By LINSEY STONCHUS
With the population making better use of their homes, the pool has been one of the most in-demand amenities during the last year.
Those consumers who owned pools early last year were especially thankful to have one, valuing that amenity above all others – except home offices, which it tied with – in 2020, according to Luxury Portfolio International’s late 2020 report, The Modern Luxury Home: Reimagined. Both designers and real estate agents alike have reported a surge in popularity for the pool.
“Everybody wants a pool down here. If you don’t have a pool already, the pool contractors are so backed up,” said Laurie Zoerb, Realtor at John R. Wood, about her Naples, Florida market. ”I just sold my neighbor’s house – he’s a year out before he can even get a pool and a contractor.”
Lap it up
Beyond this backlog for pools, another challenge for urban residents is the lack of space for a traditional pool.
Anthony Laney, partner and architect at Laney LA, frequently works in highly populated Manhattan Beach, California. Pools are often requested, but backyards can be limiting in space.
To combat this, Mr. Laney will install a jet system for swimming laps within a pool that is only about 20 feet – a third of the size of a traditional pool.
Mr. Laney’s more fascinating solution was a project in which he created the Disappearing Pool with various floor levels ranging from both a deep and shallow pool, up to a sports court and, finally, a level entertainment area. To do this, the floor of the pool rises and lowers at the click of a button.
“The Disappearing Pool was highly influenced by our need to save space and have both a yard and a pool,” Mr. Laney said.
“Just as the dining room is now the office, spaces no longer have a stationary nametag — they need to perform multiple uses,” he said.

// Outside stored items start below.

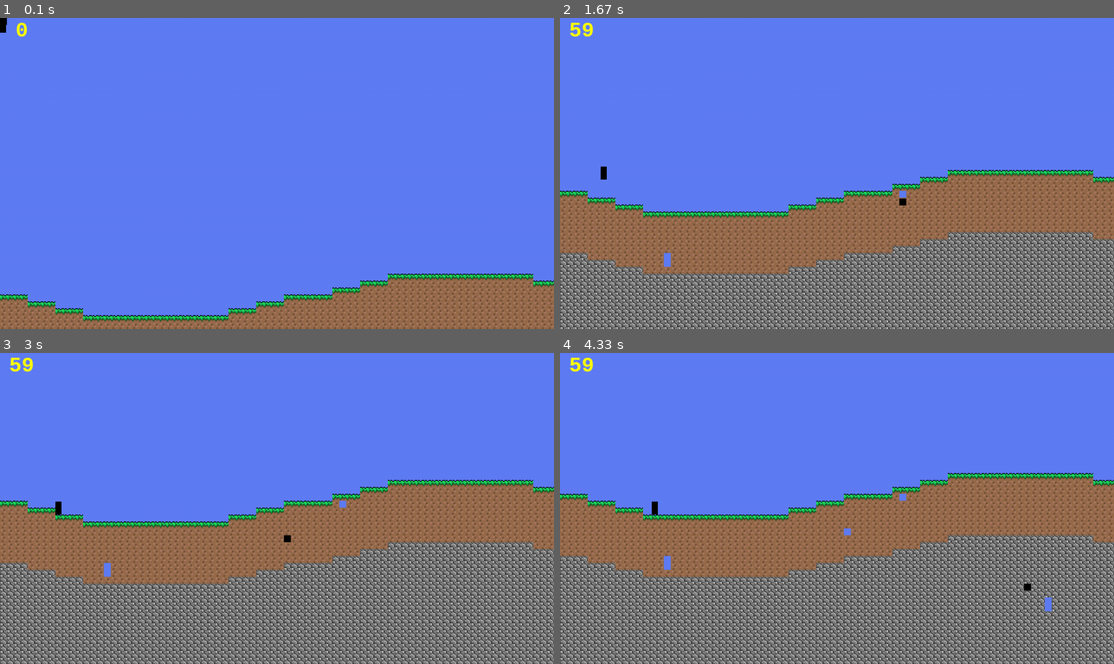
Above: before the commit, frames 1-4 (two rows, left to right).
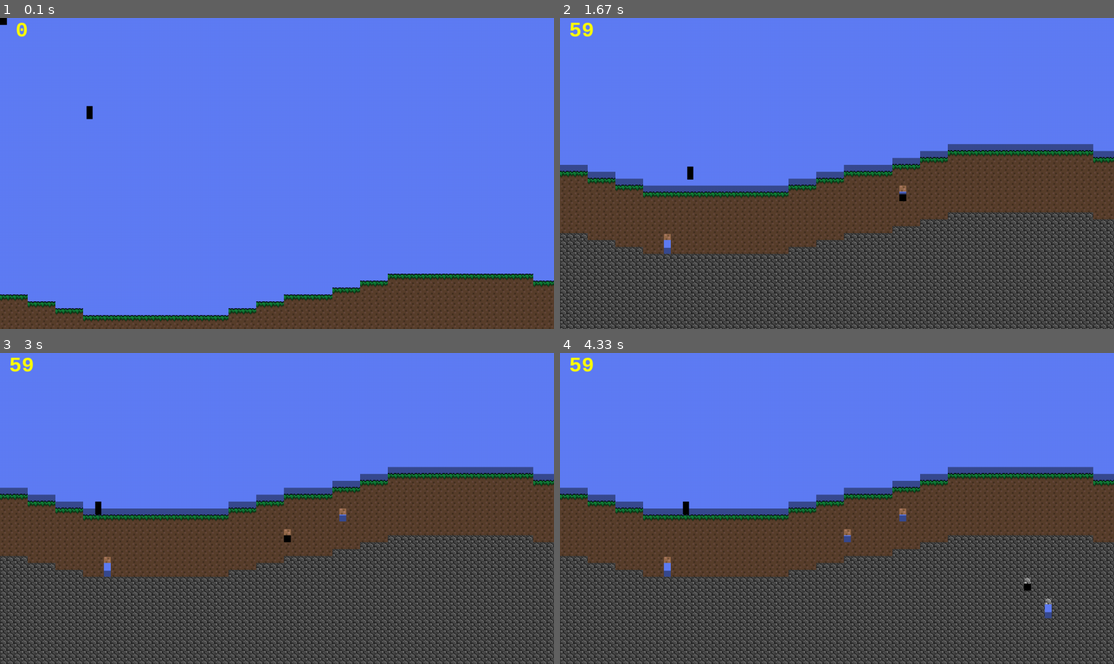
Above: after the commit, the same moments.

Repository: Nicholas-Merillat/tilemap-pygame
Game: pygame game, started from main.py
The game is run twice, just before and just after one commit, with the same random seed, the same clock (stepped at 60 frames per second) and the same inputs.
Inputs (mouse positions are in pixels of both pictures, inside the frame that each line leads up to):
- Up to frame 1 (0.1 s): no input
- Up to frame 2 (1.67 s): press the mouse at (1014, 164) at 0.37 s; move the mouse to (925, 179) at 0.47 s; release the mouse at (837, 195) at 0.6 s; hold D 0.67-1.13 s; click (704, 176) at 0.75 s; hold W 1.17-1.47 s; click (665, 245) at 1.25 s; hold D from 1.5 s (still down); click (903, 201) at 1.58 s
- Up to frame 3 (3 s): release D at 1.97 s; hold A 2-2.53 s; click (144, 446) at 2.08 s; hold A 2.57-2.97 s; click (282, 539) at 2.65 s
- Up to frame 4 (4.33 s): hold W 3-3.37 s; click (1047, 626) at 3.08 s; hold D 3.4-4.03 s; click (748, 405) at 3.48 s; hold A from 4.07 s (still down); click (1030, 589) at 4.15 s

The runs differ from the first frame. In frame 1, 11% of the frame differs, in the area x 0-100%, y 2-100%; in frame 2, 46%; in frame 3, 56%, in the area x 0-100%, y 36-100%; in frame 4, 56%.

Commit message:
lighting progress

Diff:
--- a/main.py
+++ b/main.py
@@ -12,14 +12,16 @@
 
         self.viewport = pygame.Surface(VIEWPORT_RESOLUTION)
         self.screen = pygame.display.set_mode(SCREEN_RESOLUTION, pygame.RESIZABLE)
+        self.screen_scale_factor = pygame.math.Vector2(self.screen.size[0] / VIEWPORT_RESOLUTION[0], self.screen.size[1] / VIEWPORT_RESOLUTION[1])
+
         self.clock = pygame.time.Clock()
-        self.font_big = pygame.font.SysFont('Monospace', int(24 * SCREEN_SCALE_FACTOR), True)
+        self.font_big = pygame.font.SysFont('Monospace', int(24 * self.screen_scale_factor.x), True)
 
         self.tilemap = TileMap()
         self.tilemap.generate_world()
 
         self.camera = Camera(0, 0, False)
-        self.player = Player(0, 0, 7, 15, self.tilemap)
+        self.player = Player(100, 100, 7, 15, self.tilemap)
 
         self.delta = (self.clock.tick(MAX_FPS) / 1000) * PHYSICS_FPS
 
@@ -40,26 +42,34 @@
         pygame.draw.rect(self.viewport, (0,0,0), self.tilemap.cursor)
         pygame.draw.rect(self.viewport, (0,0,0), self.player.rect)
 
+        lightmap = self.tilemap.calculate_lighting()
+        lightmap = pygame.transform.scale(lightmap, (lightmap.size[0] * TILE_SIZE, lightmap.size[1] * TILE_SIZE))
+        self.viewport.blit(lightmap, (0 - (self.camera.x % TILE_SIZE), 0 - (self.camera.y % TILE_SIZE)), special_flags=pygame.BLEND_MULT)
+
         # Scale viewport up and blit onto screen for pixel art effect + good performance
         pygame.transform.scale(self.viewport, self.screen.get_size(), self.screen)
 
         # Anything to be rendered at full res (UI, etc) should be put below and drawn onto screen instead of viewport
         fps_text = self.font_big.render(f'{int(self.clock.get_fps())}', True, (255, 255, 0))
-        self.screen.blit(fps_text, fps_text.get_rect(center=(25 * SCREEN_SCALE_FACTOR, 15 * SCREEN_SCALE_FACTOR)))
+        self.screen.blit(fps_text, fps_text.get_rect(center=(25 * self.screen_scale_factor.x, 15 * self.screen_scale_factor.y)))
 
     def run(self):
         while True:
             self.delta = (self.clock.tick(MAX_FPS) / 1000) * PHYSICS_FPS
+            self.screen_scale_factor = pygame.math.Vector2(self.screen.size[0] / VIEWPORT_RESOLUTION[0], self.screen.size[1] / VIEWPORT_RESOLUTION[1])
+
             for event in pygame.event.get():
                 if event.type == pygame.QUIT:
                     pygame.quit()
                     sys.exit()
+                elif event.type == pygame.VIDEORESIZE:
+                    self.screen = pygame.display.set_mode((event.w, event.h), pygame.RESIZABLE)
 
             self.mouse_position = pygame.math.Vector2(pygame.mouse.get_pos()[0], pygame.mouse.get_pos()[1])
-            self.mouse_position_tile = self.tilemap.screen_to_tile((self.mouse_position.x / SCREEN_SCALE_FACTOR) / self.camera.zoom_scale_factor, (self.mouse_position.y / SCREEN_SCALE_FACTOR) / self.camera.zoom_scale_factor)
+            self.mouse_position_tile = self.tilemap.screen_to_tile((self.mouse_position.x / self.screen_scale_factor.x) / self.camera.zoom_scale_factor, (self.mouse_position.y / self.screen_scale_factor.y) / self.camera.zoom_scale_factor)
             self.mouse_pressed = pygame.mouse.get_pressed()
-            self.mouse_in_window = self.mouse_position.x > 0 and self.mouse_position.x < self.screen.get_size()[0] and self.mouse_position.y > 0 and self.mouse_position.y < self.screen.get_size()[1]
-            if self.mouse_in_window:
+
+            if pygame.mouse.get_focused():
                 if self.mouse_pressed[0]:
                     self.tilemap.set_tile(int(self.mouse_position_tile.x), int(self.mouse_position_tile.y), 0)
                 elif self.mouse_pressed[2]:
--- a/settings.py
+++ b/settings.py
@@ -8,7 +8,6 @@
 
 # Game settings
 VIEWPORT_RESOLUTION = (640, 360) # 960, 540
-SCREEN_SCALE_FACTOR = SCREEN_RESOLUTION[0] / VIEWPORT_RESOLUTION[0]
 ASPECT_SCALE_FACTOR = VIEWPORT_RESOLUTION[0] / VIEWPORT_RESOLUTION[1]
 PHYSICS_FPS = 60
 
--- a/tilemap.py
+++ b/tilemap.py
@@ -53,8 +53,19 @@
         self.camera = camera
 
         # Range used to see which tiles to render on screen based on what the camera can see
-        camera_to_tile = self.screen_to_tile(self.camera.x % TILE_SIZE, self.camera.y % TILE_SIZE)
+        self.camera_to_tile = self.screen_to_tile(self.camera.x % TILE_SIZE, self.camera.y % TILE_SIZE)
         self.visible_tiles_x = math.ceil((VIEWPORT_RESOLUTION[0] - self.camera.zoom) / TILE_SIZE)
         self.visible_tiles_y = math.ceil((VIEWPORT_RESOLUTION[1] - (self.camera.zoom / ASPECT_SCALE_FACTOR)) / TILE_SIZE)
-        self.visible_x = range(max(0, int(camera_to_tile.x) - 1), min(int(camera_to_tile.x + self.visible_tiles_x) + 1, TILEMAP_SIZE[0]))
-        self.visible_y = range(max(0, int(camera_to_tile.y) - 1), min(int(camera_to_tile.y + self.visible_tiles_y) + 1, TILEMAP_SIZE[1]))
+        self.visible_x = range(max(0, int(self.camera_to_tile.x) - 1), min(int(self.camera_to_tile.x + self.visible_tiles_x) + 1, TILEMAP_SIZE[0]))
+        self.visible_y = range(max(0, int(self.camera_to_tile.y) - 1), min(int(self.camera_to_tile.y + self.visible_tiles_y) + 1, TILEMAP_SIZE[1]))
+
+    def calculate_lighting(self) -> pygame.Surface:
+        lightmap = numpy.full((len(self.visible_x), len(self.visible_y), 3), numpy.uint8(150))
+
+        for x in self.visible_x:
+            for y in self.visible_y:
+                if self.grid[x][y] == 0:
+                    lightmap[int(x - self.camera_to_tile.x)][int(y - self.camera_to_tile.y)] = (255,255,255)
+
+        lightmap_surface = pygame.surfarray.make_surface(lightmap)
+        return lightmap_surface

Keeping in mind the delay for pool installation, it may be better for some to entirely reconsider the backyard. There are a number of other water features that consumers can include for a similar effect.

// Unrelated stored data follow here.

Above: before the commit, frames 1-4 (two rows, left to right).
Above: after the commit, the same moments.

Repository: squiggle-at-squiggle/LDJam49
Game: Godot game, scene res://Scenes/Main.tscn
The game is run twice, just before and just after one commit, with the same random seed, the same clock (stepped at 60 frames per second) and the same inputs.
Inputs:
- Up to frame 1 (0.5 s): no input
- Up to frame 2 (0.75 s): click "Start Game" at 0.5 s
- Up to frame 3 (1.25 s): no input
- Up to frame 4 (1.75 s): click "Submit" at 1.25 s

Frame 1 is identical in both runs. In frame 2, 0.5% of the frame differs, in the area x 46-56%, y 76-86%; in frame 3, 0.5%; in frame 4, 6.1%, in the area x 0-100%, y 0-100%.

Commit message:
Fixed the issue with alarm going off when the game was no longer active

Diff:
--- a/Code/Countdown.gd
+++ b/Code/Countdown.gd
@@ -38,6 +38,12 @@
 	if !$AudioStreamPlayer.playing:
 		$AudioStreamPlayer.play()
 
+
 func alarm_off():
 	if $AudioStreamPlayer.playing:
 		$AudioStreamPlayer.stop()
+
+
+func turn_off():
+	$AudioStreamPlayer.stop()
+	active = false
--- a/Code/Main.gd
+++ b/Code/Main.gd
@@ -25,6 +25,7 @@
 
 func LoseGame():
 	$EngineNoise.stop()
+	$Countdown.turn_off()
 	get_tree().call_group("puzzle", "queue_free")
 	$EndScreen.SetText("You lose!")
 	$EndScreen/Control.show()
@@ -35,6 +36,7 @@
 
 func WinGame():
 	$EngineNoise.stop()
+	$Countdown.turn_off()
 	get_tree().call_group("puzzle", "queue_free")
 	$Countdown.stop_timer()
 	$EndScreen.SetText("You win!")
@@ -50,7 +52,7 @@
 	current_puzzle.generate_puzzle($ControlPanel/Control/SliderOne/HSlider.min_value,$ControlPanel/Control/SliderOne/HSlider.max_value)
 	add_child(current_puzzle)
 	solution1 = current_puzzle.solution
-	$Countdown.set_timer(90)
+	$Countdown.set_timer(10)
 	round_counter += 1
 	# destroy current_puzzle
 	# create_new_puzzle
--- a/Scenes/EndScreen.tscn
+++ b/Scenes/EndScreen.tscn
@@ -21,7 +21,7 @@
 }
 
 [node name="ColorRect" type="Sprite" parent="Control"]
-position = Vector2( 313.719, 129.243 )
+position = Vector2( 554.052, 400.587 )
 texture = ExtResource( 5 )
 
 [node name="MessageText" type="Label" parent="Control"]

For one, water features – waterfalls and water walls – add the visual and audible appeal of water, according to Mr. Laney. Elements such as this provide a serene or meditative quality to the outdoor space.
Spas, too, are a clear choice and can be enjoyed by families and adults. The added benefit is that they can be enjoyed from smaller exterior spaces, such as balconies or courtyards.

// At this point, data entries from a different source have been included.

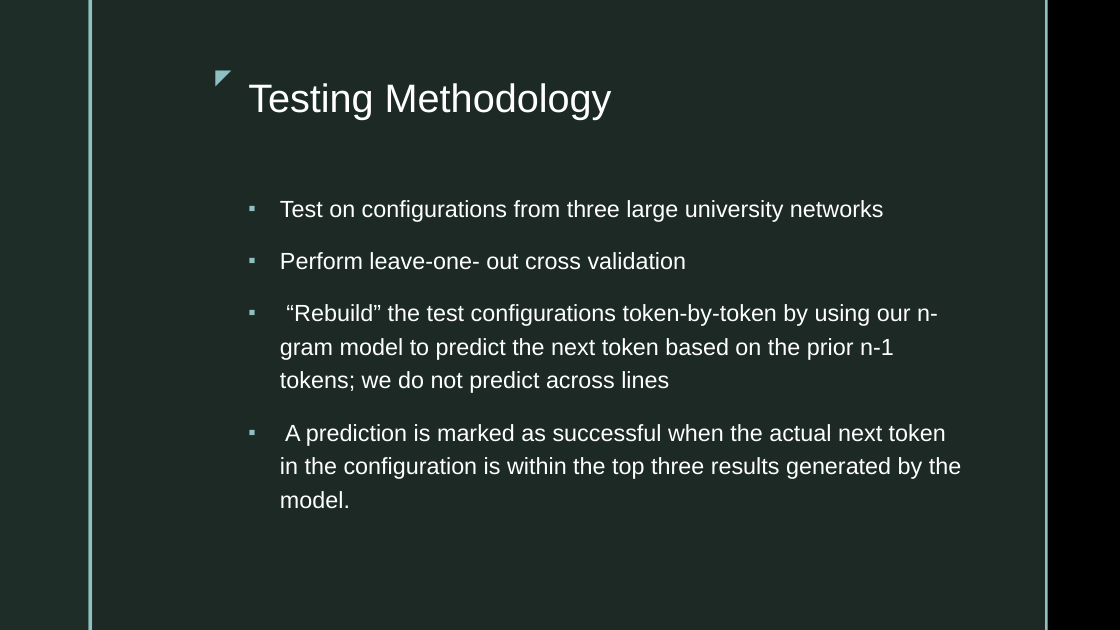
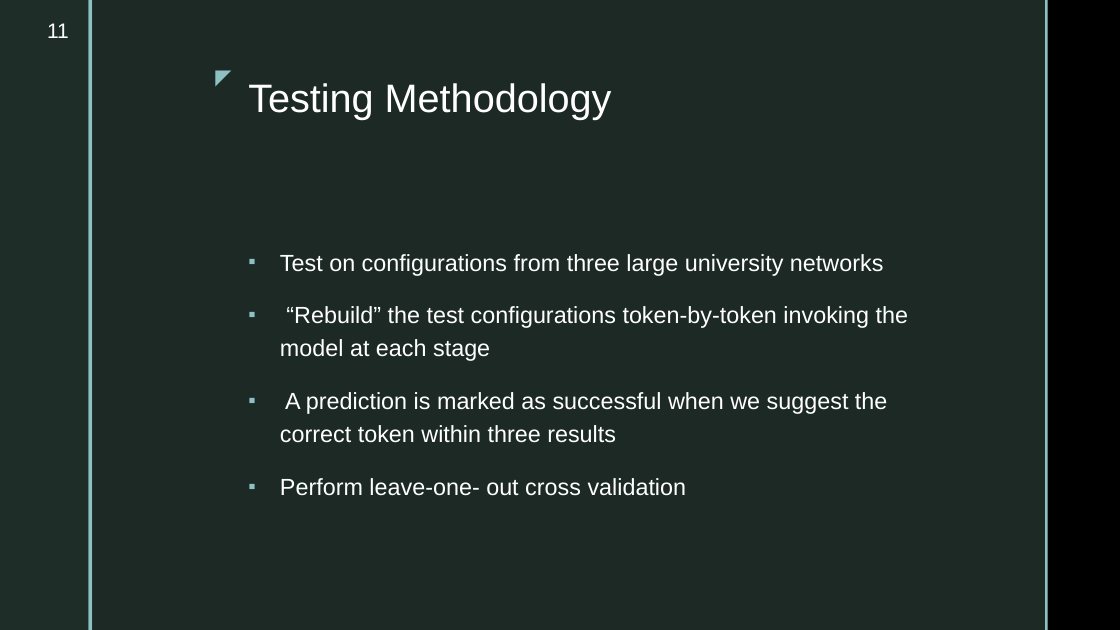
Before and after one commit to ahsanMah/config-completion, a slide deck: slide 11 of Final Presentation.pptx. Drawn at 1120x630 pixels with LibreOffice and Linux fonts; fonts in the diff are those of the drawing; background and template pictures are left out. Boxes give left, top, right and bottom in pixels: in the first picture for what was removed or moved away, otherwise in the second. Text is boxed around its words. In the diff, an @@ line names an element or a change of style, - is before the commit and + after.

```diff
--- a/Final Presentation.pptx
+++ b/Final Presentation.pptx
@@ page number added at bbox=[47, 23, 69, 38], 18 pt, text #FFFFFF @@
+11
@@ text at bbox=[280, 306, 908, 443]: paragraphs added @@
+▪ “Rebuild” the test configurations token-by-token invoking the model at each stage
+▪ A prediction is marked as successful when we suggest the correct token within three results
@@ text at bbox=[280, 304, 961, 509]: paragraphs removed @@
-▪ “Rebuild” the test configurations token-by-token by using our n-gram model to predict the next token based on the prior n-1 tokens; we do not predict across lines
-▪ A prediction is marked as successful when the actual next token in the configuration is within the top three results generated by the model.
```
Also in this commit, not shown: 9 other slides changed, 8 slides added, 5 slides removed, 18 other files.

The versatility of the hot tub allows homeowners to envision the space as either a serene environment, reminiscent of a day at the spa by surrounding it with natural elements and plants, or as an entertainment space with a complementing music systems and lights.
Expanding on the former, Mr. Laney recently worked on a yard with a side-by-side hot and cold plunge tubs, for additional wellness benefits.
Beyond water features, you can pass the time waiting for a pool by investing in other corners of your outdoor space.
Outdoor living and dining rooms are among the easiest to quickly set up, using high-end furniture and decor.
Other projects to focus on may be an outdoor kitchen or bar, or, rather, a garden, which can come in many forms, ranging from growing vegetables to rose or Zen gardens.
OF COURSE, it is worth the wait for those determined to have a pool. In the meantime, homeowners should consider investing in other outdoor amenities.
Despite the pool being a must-have for many, its similar counterpart, the spa, often gets the most attention in the day-to-day. That may be the route to go, keeping delays in mind with pool installations.
“It’s frankly the hot tub that gets the most used,” Mr. Laney said. “In some projects, we only install the spa, and they can go anywhere – on roofs, courtyards or balconies.”